About this exercise: If a line in the data below contains the word "faces", copy it out.

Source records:
Content starts
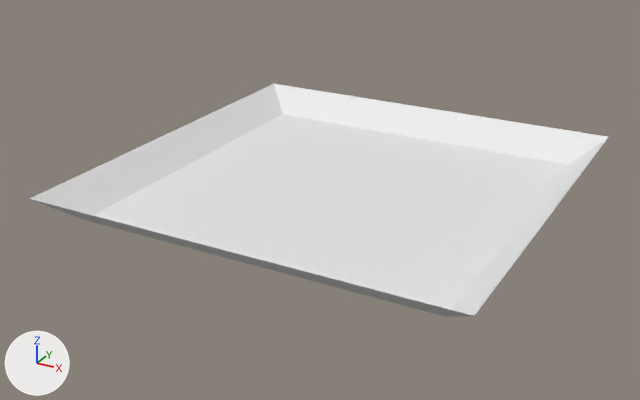
The glTF model projects/Chateau_Gateau/res/bakery/models/tray.gltf as it was, and as the next commit left it.
One viewpoint serves both versions: a 50 mm lens placed at (1.77, -3.45, 1.65), pointed at (-0.08, -0.09, -0.03). The lights are fixed; the arrows at lower left show +X, +Y and +Z. Materials are left out; every surface is plain grey. Vertices at the same position are counted once.
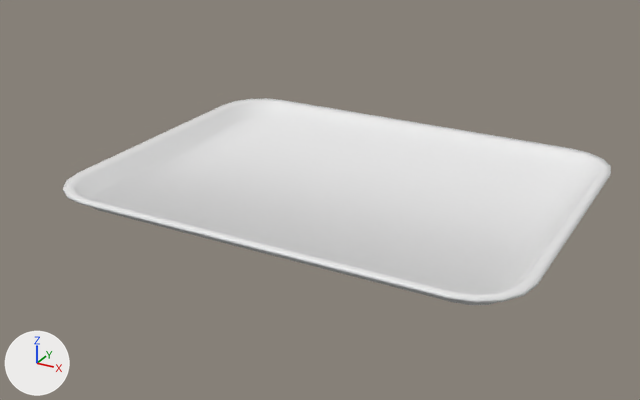
Diff of the bpy script that builds the scene:
```diff
--- a/projects/Chateau_Gateau/res/bakery/models/tray.gltf.py
+++ b/projects/Chateau_Gateau/res/bakery/models/tray.gltf.py
@@ me_plane @@
 # used by ob_plane; location = (0.0, 0.0, 0.0)
-me_plane.from_pydata(...)  # 8 vertices, 10 faces; spans x -1.0..1.0, y -1.0..1.0, z 0.0..0.13
+me_plane.from_pydata(...)  # 160 vertices, 316 faces; spans x -1.1..1.1, y -0.85..0.85, z 0.0..0.09
+# me_plane part 1: the whole mesh is rebuilt
+# me_plane part 2: the surface is now shaded smooth
```

Where the change shows, as pixel boxes [x1, y1, x2, y2] in the pictures (640 x 400 px):
'Plane', reshaped (11% shorter): before [30, 84, 608, 317]; after [63, 98, 611, 305]
part 1 of me_plane, built on: before [30, 84, 608, 317]; after [63, 98, 611, 305]
Content ends
Task answer:
-me_plane.from_pydata(...)  # 8 vertices, 10 faces; spans x -1.0..1.0, y -1.0..1.0, z 0.0..0.13
+me_plane.from_pydata(...)  # 160 vertices, 316 faces; spans x -1.1..1.1, y -0.85..0.85, z 0.0..0.09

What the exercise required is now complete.